A escola na Amadora onde Ana e Liliana levaram o projecto Bicycle Heroes tem quatro turmas, uma por cada ano do 1º ciclo de ensino; as quatro tiveram aulas de bicicleta e actividades relacionadas com as duas rodas no ano lectivo passado, no âmbito de um projecto da Junta de Freguesia local. Apesar do contacto das crianças com este meio de mobilidade, Ana Pereira notou que as ideias apresentadas nos workshops “foram muito estandardizadas, o que foi interessante de reparar”. Poderá ter sido por terem tido “pouco tempo” para pensar nelas, mas também por “só terem experiência com a bicicleta aqui na escola”. “Foram muito na onda das orientações gerais que íamos dando. Como não têm muita experiência própria, pegaram nas coisas que foram ouvindo.”

O objectivo daquela manhã de brincadeira livre com bicicletas e trotinetas na escola foi também expor os mais pequenos e pequenas a “novos conhecimentos e experiências relacionadas com a mobilidade urbana”, explica Ana. Havia uma bicicleta de carga com um atrelado onde a cooperante da Bicicultura ia transportando algumas crianças, maravilhadas pelo seu rosto com aquilo.
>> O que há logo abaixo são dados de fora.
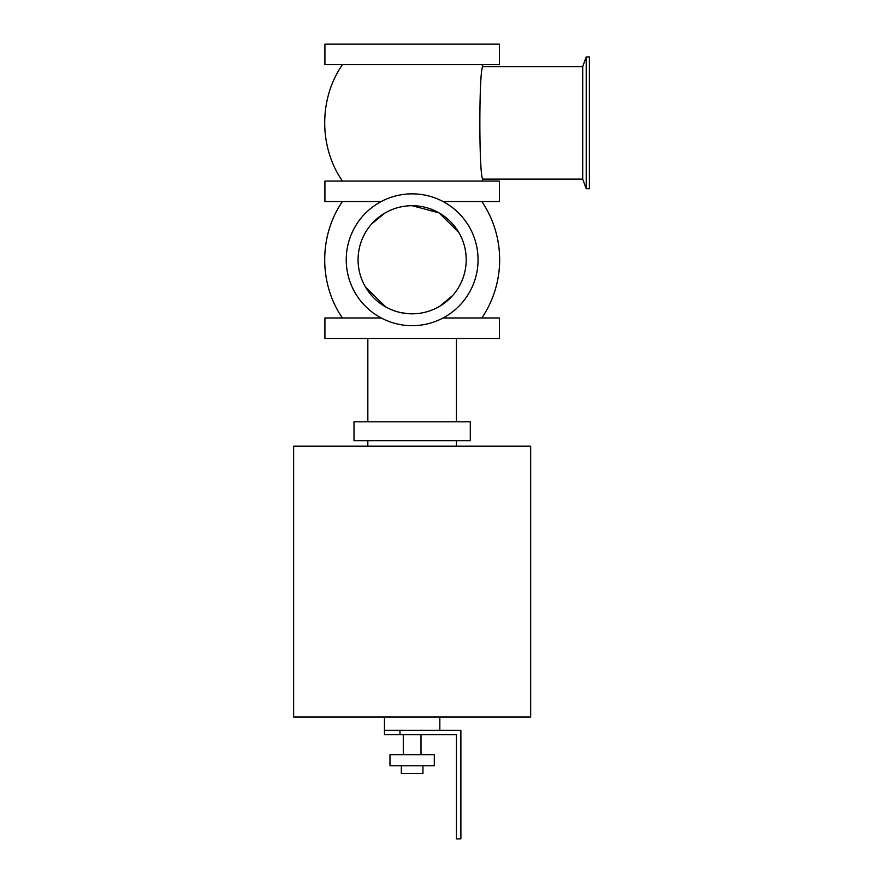 <?xml version="1.0" encoding="UTF-8"?>
<svg xmlns="http://www.w3.org/2000/svg" width="883" height="883" viewBox="0 0 883 883"><rect width="100%" height="100%" fill="white"/><g stroke="black" fill="none" stroke-linecap="round" stroke-linejoin="round"><path stroke-width="1.32" d="M443.056 317.968L499.381 317.968L499.381 338.454L324.922 338.454L324.922 317.968L381.235 317.968M381.235 201.556L324.922 201.556L324.922 181.059L499.381 181.059L499.381 201.556L443.056 201.556M324.922 64.647L499.381 64.647L499.381 44.15L324.922 44.15L324.922 64.647M293.631 446.18L530.672 446.18L530.672 717.007L293.631 717.007L293.631 446.18M367.836 421.809L367.836 338.454M470.297 421.809L353.995 421.809L353.995 440.639L470.297 440.639L470.297 421.809M367.836 446.18L367.836 440.639M586.213 188.752L586.213 56.942L589.369 56.942L589.369 188.752L586.213 188.752L582.714 179.117L582.714 66.578L586.213 56.942M412.151 193.852A65.905 65.905 0 0 0 355.065 292.714A65.905 65.905 0 0 0 469.226 292.714A65.905 65.905 0 0 0 412.151 193.852M582.714 179.117L483.133 179.117C478.774 182.56 478.763 63.19 483.133 66.578L582.714 66.578M481.864 64.647L483.133 66.578M483.133 179.117L481.864 181.059M481.864 201.556A104.117 104.117 0 0 1 481.864 317.968M384.911 213.068L371.754 223.841M365.54 287.13L385.716 306.909M400.639 312.571L407.703 313.631M439.911 306.136L452.769 295.419M458.818 232.494L439.094 212.902L412.151 205.706A54.051 54.051 0 0 0 365.33 286.787A54.051 54.051 0 0 0 458.961 286.787A54.051 54.051 0 0 0 412.151 205.706M439.833 717.007L439.833 730.296M384.458 730.296L384.458 734.733L399.966 734.733L399.966 730.296L384.458 730.296L384.458 717.007M399.966 730.296L460.882 730.296L460.882 838.85L456.456 838.85L456.456 734.733L399.966 734.733M401.346 765.749L401.346 773.497L422.946 773.497L422.946 765.749M389.988 765.749L434.304 765.749L434.304 754.667L389.988 754.667L389.988 765.749M421.003 734.733L421.003 754.667M456.456 338.454L456.456 421.809M456.456 440.639L456.456 446.18M342.427 181.059C318.807 146.975 318.807 98.73 342.427 64.647M342.427 317.968C318.807 283.885 318.807 235.64 342.427 201.556M403.288 754.667L403.288 734.733"/></g></svg>

Também foram disponibilizados jogos e algumas actividades, mas as crianças “só queriam fazer corridas e andar à vontade”. Ana, que já tem feito actividades com mais pequenos em escolas, diz que é sempre assim: “Quando não andas de bicicleta no dia-a-dia e tens um sítio onde não há mãe ou pai a dizer que não por causa dos carros, é esta loucura. Há uma fome de simplesmente andar de bicicleta.”